Getting started with Spark
Spark has become the ubiquitous platform for data processing and has taken over the traditional MapReduce framework. In fact, some technologists would go so far as to declare MapReduce dead. Spark has been proven to outperform MapReduce by several orders of magnitude in numerous benchmarks and performance studies. Below, we briefly recount the history behind Spark's dominance in the big data space.
The big data movement began in earnest with Google’s ambition to index the world wide web and make it searchable for users at lightning speed. The result was:
Google File System (GFS): A fault-tolerant distributed file system running on clusters of cheap commodity hardware.
Bigtable: A scalable store of structured data on top of GFS.
MapReduce: A new parallel programming paradigm that allows for processing large amounts of data distributed across GFS and Bigtable.

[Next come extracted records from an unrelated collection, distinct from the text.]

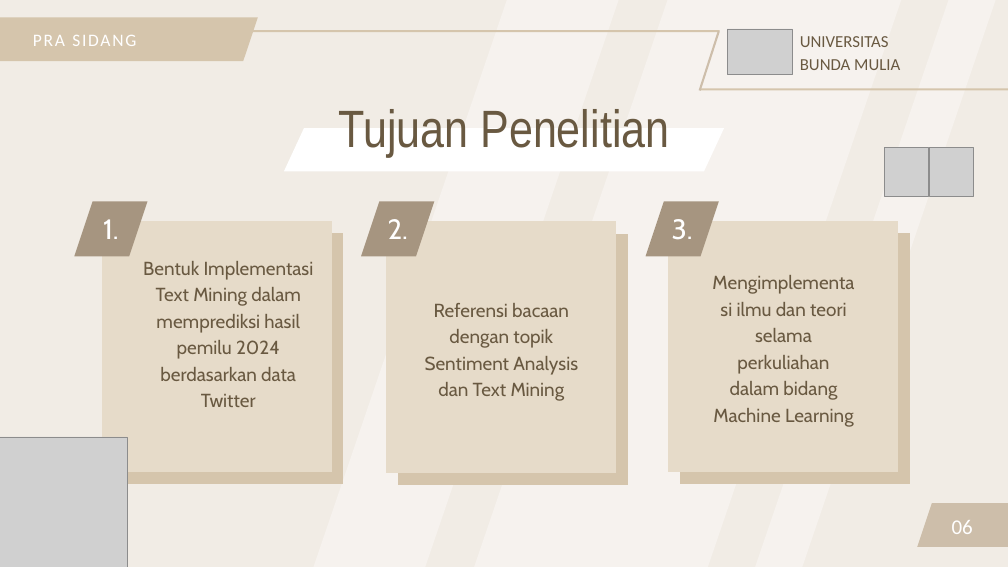
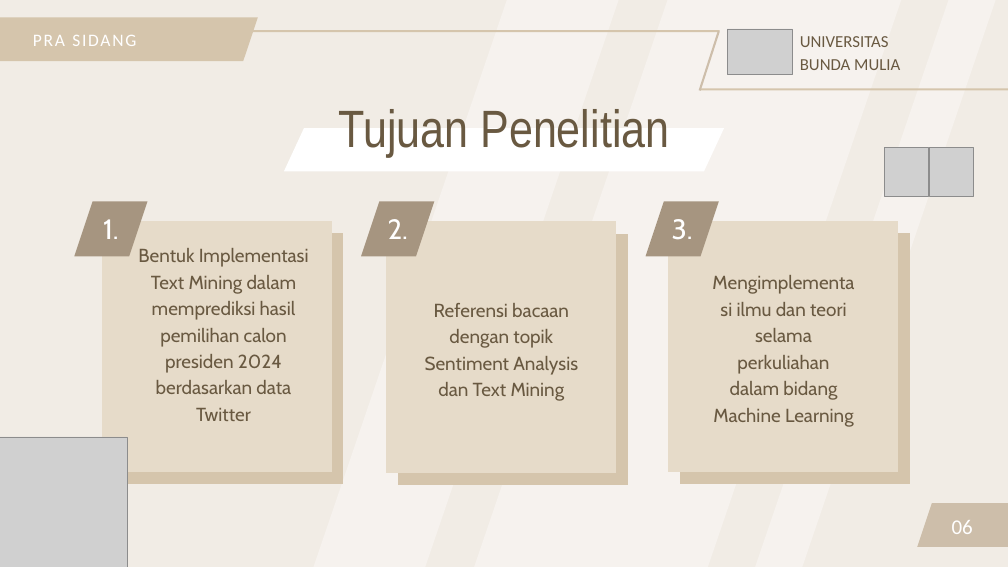
Before and after one commit to FnsAja/Skripsi, a slide deck: slide 6 of Prasidang Michael Alfonso V2.pptx. Drawn at 1008x567 pixels with LibreOffice and Linux fonts; fonts in the diff are those of the drawing; grey boxes stand for pictures. Boxes give left, top, right and bottom in pixels: in the first picture for what was removed or moved away, otherwise in the second. Text is boxed around its words. In the diff, an @@ line names an element or a change of style, - is before the commit and + after.

Commit message:
Update PPT

```diff
--- a/Prasidang Michael Alfonso V2.pptx
+++ b/Prasidang Michael Alfonso V2.pptx
@@ text at [138, 248, 309, 421]: text changed @@
-Bentuk Implementasi Text Mining dalam memprediksi hasil pemilu 2024 berdasarkan data Twitter
+Bentuk Implementasi Text Mining dalam memprediksi hasil pemilihan calon presiden 2024 berdasarkan data Twitter
```
Also in this commit, not shown: 1 other slide changed.

Google’s work was proprietary but the papers coming out of the effort let to Hadoop, an open source implementation of Google’s ideas by Yahoo engineers. The Hadoop project was later donated to Apache. Although MapReduce works well for batch processing, it is cumbersome, complex, has a steep learning curve and takes too long. The weakness of MapReduce is that it writes intermediate results on disk, which slows down the overall computation. Consider the scenario where one MR job’s output is fed into a second job as an input. The first job dumps its output to disk upon completion and then the second job reads the input again from disk. The I/O against the disk slows down the overall workflow.
The shortcomings of MR didn’t go unnoticed. Spark was started as a project in 2009 at University of California Berkeley, with a research paper on the findings published the following year. Later, the same folks created the company Databricks, which focuses on Spark-based machine learning and analytics solutions. Spark has become the de-facto platform for processing data for a wide variety of use cases ranging from batch processing, to interactive ad-hoc query analysis. Scala is the default language for Spark. However, Spark also works with Python, Java, and R.
Differences with MapReduce
So what is it that Spark does better than MapReduce that has led the big data community to abandon MapReduce? To answer this question, we'll look at the use cases where MapReduce paradigm falls short:
Iterative Jobs: Certain machine-learning algorithms make multiple passes on a data set to compute results. Each pass can be expressed as a distinct MapReduce job. T the consequence is that each job reads its input data from disk and then dumps its output to disk for the next job to read. When disk I/O is involved job execution time increases greatly as compared to if the same data were accessed from main memory.
Interactive Analysis: Users can run ad-hoc SQL queries on large datasets using tools such as Hive or Pig. If the user issues multiple queries targeting the same dataset, it is possible that each query under the hood translates to a MapReduce job and reads the same dataset from disk and operates on it. Multiple MapReduce jobs reading the same dataset from disk is inefficient and increases query execution latency.
Rich APIs: Spark offers a variety of rich APIs that can succinctly express an operation that would otherwise consist of dozens of lines of code when expressed in MapReduce. The user and developer experience is simpler when working with Spark versus MapReduce.
The first two use cases are listed in the original Spark paper as the primary drivers that led to the design of an alternative data parallel processing framework other than MapReduce. Spark retains much of the features of MapReduce such as fault tolerance, locality-aware scheduling, and load balancing, while efficiently reusing data by caching it in memory across the cluster. This prevents costly round-trips to disk. Memory accesses are always faster than disk accesses, which explains much of Spark's superiority over MapReduce.
Use cases of Spark
Some prominent use cases of Spark include:
Parallel processing of large data sets across a cluster.
Analyzing large data sets and social networks.
Building, training, and evaluating machine learning models.
Creating data pipelines from various data sources.